With properties being charged at 2008 values up to 2017 and restrictions on how quickly the rates can fall when those values are reduced, arising from transitional reliefs, it is fair to say that business rates remain contentious.
While the media has focused on the high street, the issue is also live for the industrial and warehouse sector. When buildings are as big as now needed, and in prime logistical sites, their value can lead to hefty bills.
In the news
The most recent Queen’s speech promised to bring forwards changes to business rates, following election pledges made by Boris Johnson. The Budget, due on 11 March this year should provide some clarity as to what is proposed, or possibly just a further consultation.
The role of business rates
Business rates are superficially a local tax to provide local services. They are partly retained by the collecting authority and partly passed on to central government who then tops up or charges local authorities according to political and economic criteria. While there is an argument for a local tax to provide local government with greater accountability, it is far from clear that this is what business rates achieve.
In practice, rates are now a key part of business taxation. This is partly due to the high collection rate and the limited scope for avoidance.
Business rates in 2018-2019 brought in £31 billion making them a substantial chunk of the UK government’s income from businesses. Since 1990 business rates receipts have risen from £8.8 billion, with a total rise of 210%; growth in line with inflation (calculated by the House of Commons Treasury Committee) would have been 75%. Despite allowing for a 19% increase in taxable property, this appears to be disproportionate.
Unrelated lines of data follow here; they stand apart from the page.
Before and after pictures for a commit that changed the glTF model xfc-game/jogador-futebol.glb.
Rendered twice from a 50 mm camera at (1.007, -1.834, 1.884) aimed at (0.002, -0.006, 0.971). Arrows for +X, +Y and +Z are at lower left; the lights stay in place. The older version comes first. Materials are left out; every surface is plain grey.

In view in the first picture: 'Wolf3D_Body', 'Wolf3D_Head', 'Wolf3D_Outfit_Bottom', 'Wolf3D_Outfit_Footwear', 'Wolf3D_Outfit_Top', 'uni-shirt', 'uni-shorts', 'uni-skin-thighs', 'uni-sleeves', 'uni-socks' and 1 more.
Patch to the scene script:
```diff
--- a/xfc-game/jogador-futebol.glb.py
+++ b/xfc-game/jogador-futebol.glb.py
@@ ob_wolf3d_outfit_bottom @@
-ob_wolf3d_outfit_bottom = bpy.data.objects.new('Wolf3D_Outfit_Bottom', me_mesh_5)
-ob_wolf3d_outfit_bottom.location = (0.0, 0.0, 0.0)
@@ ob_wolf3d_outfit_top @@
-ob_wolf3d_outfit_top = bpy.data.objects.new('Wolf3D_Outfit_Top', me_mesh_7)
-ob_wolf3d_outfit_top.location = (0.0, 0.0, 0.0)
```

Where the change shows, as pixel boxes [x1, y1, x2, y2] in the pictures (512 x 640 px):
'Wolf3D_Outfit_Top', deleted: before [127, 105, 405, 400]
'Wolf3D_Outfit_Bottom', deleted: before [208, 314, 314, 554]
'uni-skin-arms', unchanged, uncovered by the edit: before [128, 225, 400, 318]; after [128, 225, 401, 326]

In the same period corporation tax has fallen from 34% to 19%; it appears shifting the tax burden to rates is deliberate.
Business rates are charged on crude property values (basically the rental value at a set date multiplied by a figure dictated by central government), not on income, turnover, or any measure of financial success. In an economic downturn, rates do not fall in line with the economy. Until 2017, rates were calculated based on 2008 figures; it would be fair to say that the property market has changed during that time.
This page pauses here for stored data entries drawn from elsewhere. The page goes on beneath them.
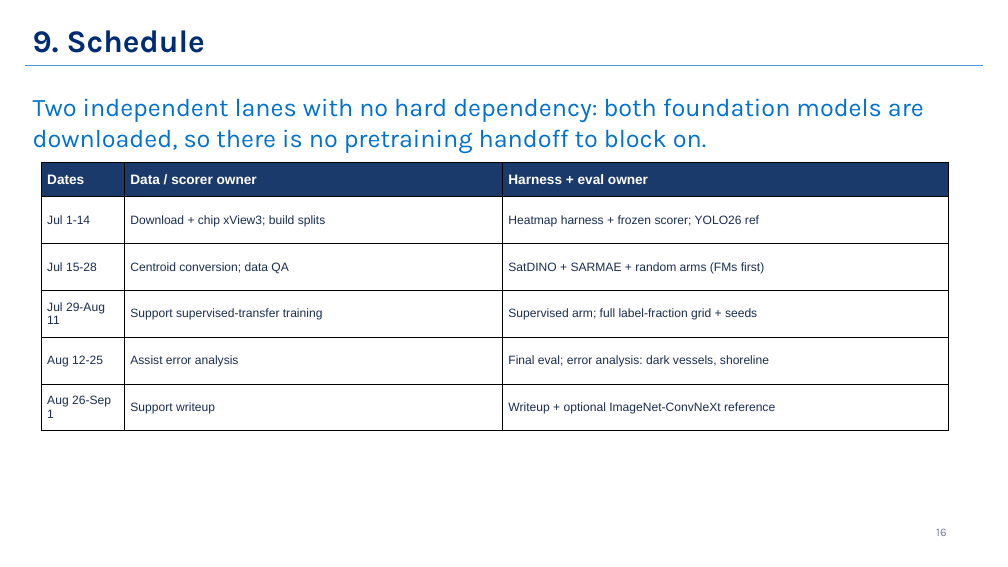
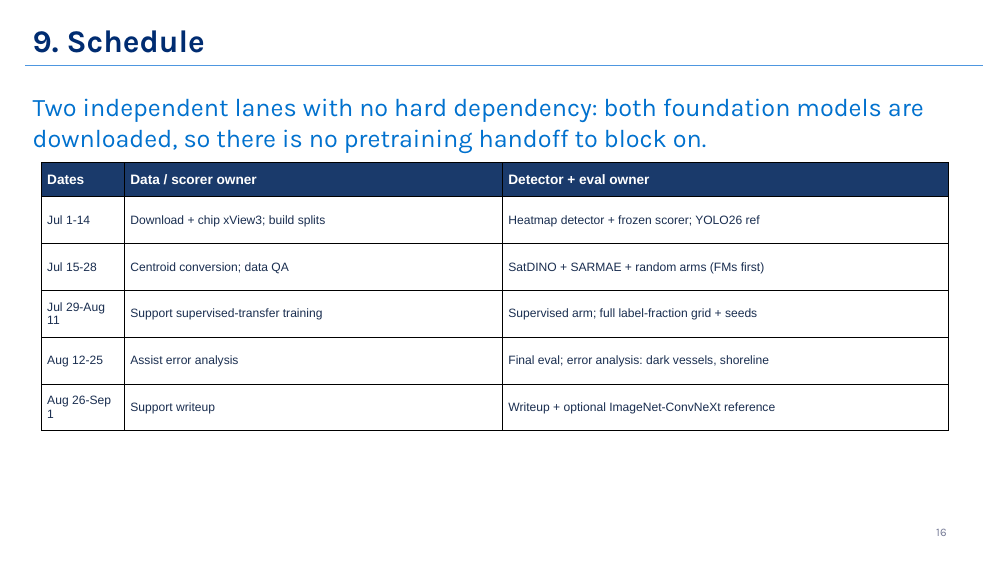
Before and after one commit to jroth1414/SAR-VesselBench, a slide deck: slide 16 of xview3_jhu_pitch_v12.pptx. Drawn at 1008x567 pixels with LibreOffice and Linux fonts; fonts in the diff are those of the drawing; background and template pictures are left out. Boxes give left, top, right and bottom in pixels: in the first picture for what was removed or moved away, otherwise in the second. Text is boxed around its words. In the diff, an @@ line names an element or a change of style, - is before the commit and + after.

Commit message:
docs: rename "harness" -> "detector" / "detection pipeline" (professor feedback)
Per feedback that "harness" misleadingly connotes tool-calling/infrastructure,
rename the shared fixed apparatus across the proposal (+recompiled PDF), the pitch
deck, DEVPLAN, AGENTS, and README. Uses "detector" (and "detection pipeline" for
the training-loop / slide-title sense) rather than the literal suggestion
"architecture", which would collide with the study's "architecture-matched tracks
/ architecture families (ViT vs CNN)" axis. Identifiers renamed consistently:
configs/harness.yaml -> configs/detector.yaml, sprint-3-harness -> sprint-3-detector,
test_harness_immutable -> test_detector_immutable. The detection head stays "head".

Deck edited via XML substitution on the 6 affected slides only (2,4,6,10,11,13);
verified byte-identical to the original in all other parts (98 parts, 8 images
intact) and schema-validated. Also gitignore Office ~$ lock files.

```diff
--- a/xview3_jhu_pitch_v12.pptx
+++ b/xview3_jhu_pitch_v12.pptx
@@ table at (42,163,949,431) @@
-row 1, column 3: Harness + eval owner
+row 1, column 3: Detector + eval owner
-row 2, column 3: Heatmap harness + frozen scorer; YOLO26 ref
+row 2, column 3: Heatmap detector + frozen scorer; YOLO26 ref
```
Also in this commit, not shown: 5 other slides changed, 6 other files.

The next re-valuation is due to take effect on 1 April 2021, reflecting rental values at 1 April 2019. As before, it is likely that the market will have shown some fluctuation between each date. There is of course no guarantee this re-valuation will take effect.
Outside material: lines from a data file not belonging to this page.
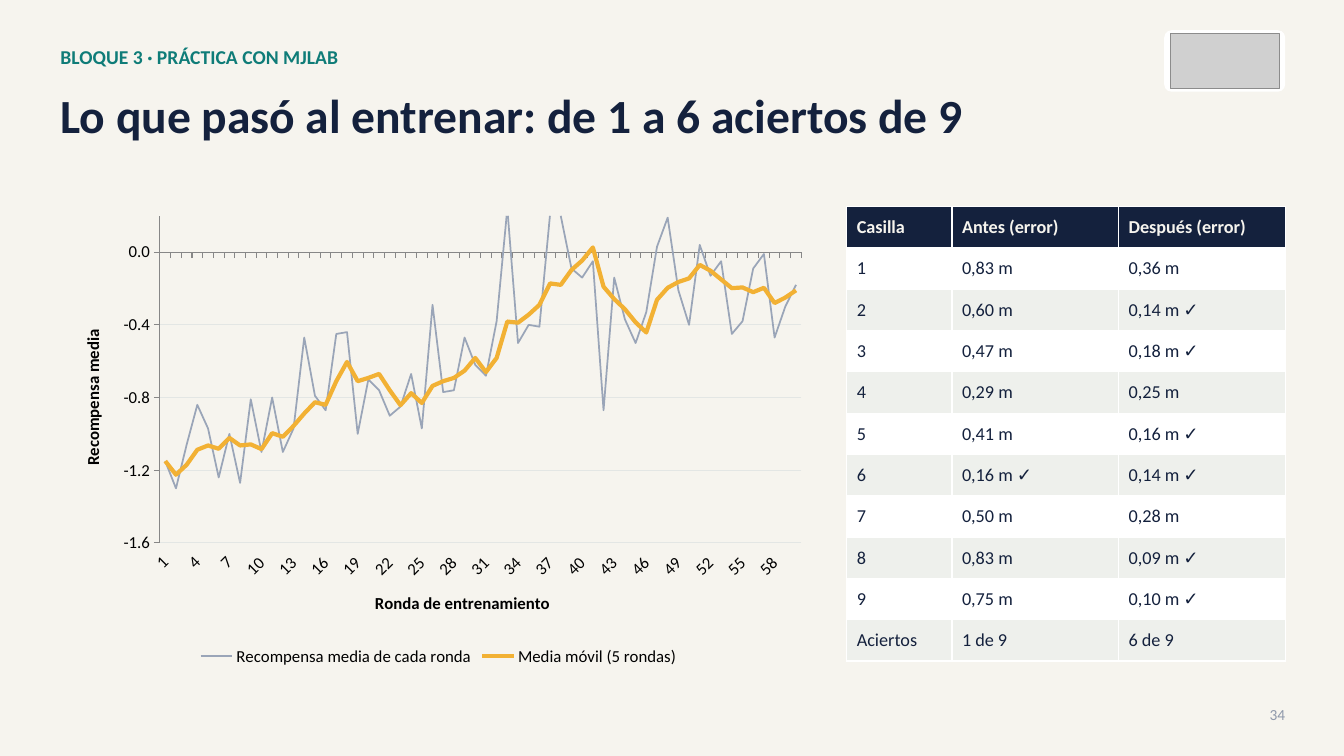
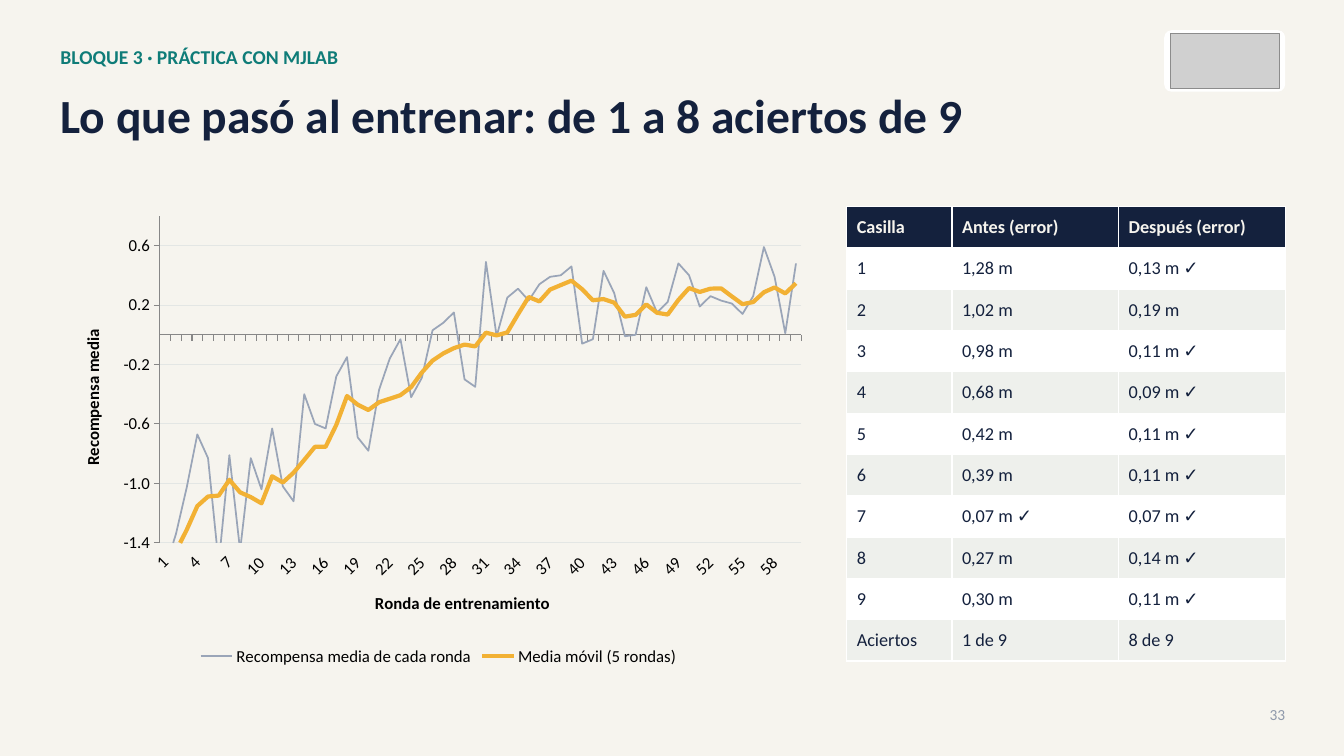
Before and after one commit to david2526IA/taller_microduck_windows, a slide deck: slide 33 of workshop-ia-fisica/presentaciones/Presentacion_03_taller_completo.pptx (slide 34 before the commit). Drawn at 1344x756 pixels with LibreOffice and Linux fonts; fonts in the diff are those of the drawing; grey boxes stand for pictures. Boxes give left, top, right and bottom in pixels: in the first picture for what was removed or moved away, otherwise in the second. Text is boxed around its words. In the diff, an @@ line names an element or a change of style, - is before the commit and + after.

```diff
--- a/workshop-ia-fisica/presentaciones/Presentacion_03_taller_completo.pptx
+++ b/workshop-ia-fisica/presentaciones/Presentacion_03_taller_completo.pptx
@@ text at <box>60,99,963,141</box>: text changed @@
-Lo que pasó al entrenar: de 1 a 6 aciertos de 9
+Lo que pasó al entrenar: de 1 a 8 aciertos de 9
@@ line chart at <box>60,207,817,670</box> @@
-Recompensa media de cada ronda: -1.15, -1.3, -1.06, -0.84, -0.97, -1.24, -1, -1.27, -0.81, -1.1, -0.8, -1.1, -0.97, -0.47, -0.79, -0.87, -0.45, -0.44, -1, -0.7, -0.76, -0.9, -0.85, -0.67, -0.97, -0.29, -0.77, -0.76, -0.47, -0.62, -0.68, -0.38, 0.24, -0.5, -0.4, -0.41, 0.21, 0.2, -0.09, -0.14, -0.05, -0.87, -0.14, -0.37, -0.5, -0.33, 0.03, 0.19, -0.21, -0.4, 0.04, -0.13, -0.05, -0.45, -0.38, -0.09, -0.01, -0.47, -0.3, -0.18
+Recompensa media de cada ronda: -1.57, -1.34, -1.03, -0.67, -0.83, -1.54, -0.81, -1.45, -0.83, -1.04, -0.63, -1.02, -1.12, -0.4, -0.6, -0.63, -0.28, -0.15, -0.69, -0.78, -0.37, -0.16, -0.03, -0.42, -0.29, 0.03, 0.08, 0.15, -0.3, -0.35, 0.49, -0.01, 0.25, 0.31, 0.23, 0.34, 0.39, 0.4, 0.46, -0.06, -0.03, 0.43, 0.28, -0.01, 0, 0.32, 0.15, 0.22, 0.48, 0.4, 0.19, 0.26, 0.23, 0.21, 0.14, 0.26, 0.59, 0.39, 0.01, 0.48
-Media móvil (5 rondas): -1.15, -1.23, -1.17, -1.09, -1.06, -1.08, -1.02, -1.06, -1.06, -1.08, -1, -1.02, -0.96, -0.89, -0.83, -0.84, -0.71, -0.6, -0.71, -0.69, -0.67, -0.76, -0.84, -0.78, -0.83, -0.74, -0.71, -0.69, -0.65, -0.58, -0.66, -0.58, -0.38, -0.39, -0.34, -0.29, -0.17, -0.18, -0.1, -0.05, 0.03, -0.19, -0.26, -0.31, -0.39, -0.44, -0.26, -0.2, -0.16, -0.14, -0.07, -0.1, -0.15, -0.2, -0.19, -0.22, -0.2, -0.28, -0.25, -0.21
+Media móvil (5 rondas): -1.57, -1.46, -1.31, -1.15, -1.09, -1.08, -0.98, -1.06, -1.09, -1.13, -0.95, -0.99, -0.93, -0.84, -0.75, -0.75, -0.61, -0.41, -0.47, -0.51, -0.45, -0.43, -0.41, -0.35, -0.25, -0.17, -0.13, -0.09, -0.07, -0.08, 0.01, 0, 0.02, 0.14, 0.25, 0.22, 0.3, 0.33, 0.36, 0.31, 0.23, 0.24, 0.22, 0.12, 0.13, 0.2, 0.15, 0.14, 0.23, 0.31, 0.29, 0.31, 0.31, 0.26, 0.21, 0.22, 0.29, 0.32, 0.28, 0.35
@@ value axis changed @@
@@ table at <box>847,207,1285,661</box> @@
-row 2, column 2: 0,83 m
+row 2, column 2: 1,28 m
-row 2, column 3: 0,36 m
+row 2, column 3: 0,13 m ✓
-row 3, column 2: 0,60 m
+row 3, column 2: 1,02 m
-row 3, column 3: 0,14 m ✓
+row 3, column 3: 0,19 m
-row 4, column 2: 0,47 m
+row 4, column 2: 0,98 m
-row 4, column 3: 0,18 m ✓
+row 4, column 3: 0,11 m ✓
-row 5, column 2: 0,29 m
+row 5, column 2: 0,68 m
-row 5, column 3: 0,25 m
+row 5, column 3: 0,09 m ✓
-row 6, column 2: 0,41 m
+row 6, column 2: 0,42 m
-row 6, column 3: 0,16 m ✓
+row 6, column 3: 0,11 m ✓
-row 7, column 2: 0,16 m ✓
+row 7, column 2: 0,39 m
-row 7, column 3: 0,14 m ✓
+row 7, column 3: 0,11 m ✓
-row 8, column 2: 0,50 m
+row 8, column 2: 0,07 m ✓
-row 8, column 3: 0,28 m
+row 8, column 3: 0,07 m ✓
-row 9, column 2: 0,83 m
+row 9, column 2: 0,27 m
-row 9, column 3: 0,09 m ✓
+row 9, column 3: 0,14 m ✓
-row 10, column 2: 0,75 m
+row 10, column 2: 0,30 m
-row 10, column 3: 0,10 m ✓
+row 10, column 3: 0,11 m ✓
-row 11, column 3: 6 de 9
+row 11, column 3: 8 de 9
@@ text at <box>1270,710,1286,720</box>: text changed @@
-34
+33
```
Also in this commit, not shown: 31 other slides changed, 1 slide added, 1 slide removed, 14 other files.

In addition, transitional relief provisions delay any substantial changes reaching the payer. This is great for the tax payer when rates rise, but not so helpful when they are falling.
Effect on the market
Since business rates generally bite the occupier rather than the owner of the property, the issue for owners is what to do with vacant properties?
Unless the property is unfit for beneficial occupation the business rates will fall due. Moreover, occupation to undertake works in order to allow full occupation for a different function does not relieve the position. Rates are due irrespective of trading.
Many landowners fall back on the empty rates relief provisions. This is where landowners are exempt from paying business rates on empty buildings for 3 months, after which time, the majority must then pay full business rates. Relief for industrial buildings is available for six months but after that, the full charge is payable. The relief is on the building, not the rate payer so if an occupier has already claimed this, then it cannot be claimed a second time.
To obtain additional relief, a period of occupation is needed which can be as short as 6 weeks and fairly artificial. In 2018 the High Court in R (Principled Offsite Logistics Ltd) v Trafford Council and others ruled that a lease to an occupier whose business was occupying property to allow land owners to avoid rates and used the properties for short term storage, was sufficient to start the relief clock again. The fee paid to the tenant was 20% of the rates saved.
For those occupying and using the building, reliefs provisions are far more complex with a large number of reliefs available that are operated in different ways by various charging authorities.
And on the paperwork
Any leasing documentation must always make it clear who is to pay rates. The basic position is that the occupier must pay. and of course any ambiguity is undesirable. From an owner’s perspective, the lease should also include provision for tenants to repay any empty rates relief received.
In addition to the drafting considerations in normal lettings, there is a side industry in companies who locate short term tenants for buildings, or simply occupy buildings, to enable landlords to restart the empty rates relief period.
How does this look in light of Brexit?
Rates of some sort have existed in this country from the sixteenth century, considerably before our entry into the EU. The tax seems unlikely to be materially affected by the terms of any Brexit. The only element of the tax currently imposed by the EU comes from EU state aid rules restricting discretionary payments and thereby limiting, to an extent, the reliefs available. It seems unlikely, given the other drivers on business rates, that even if these are removed at once (which seems unlikely if we are to have a trade deal with the EU) that this would make any meaningful change to business rates.
Overall, while change is promised on business rates this has been promised consistently for a number of years. Given that the rates system has no basis on income or profitability, or even in many cases the value of the property subject to the rates, businesses can hardly be blamed for seeking to evade them. As long as the courts remain as sympathetic to this as they presently appear to be, it would seem that empty rates relief will continue to be a valuable tool for all property owners.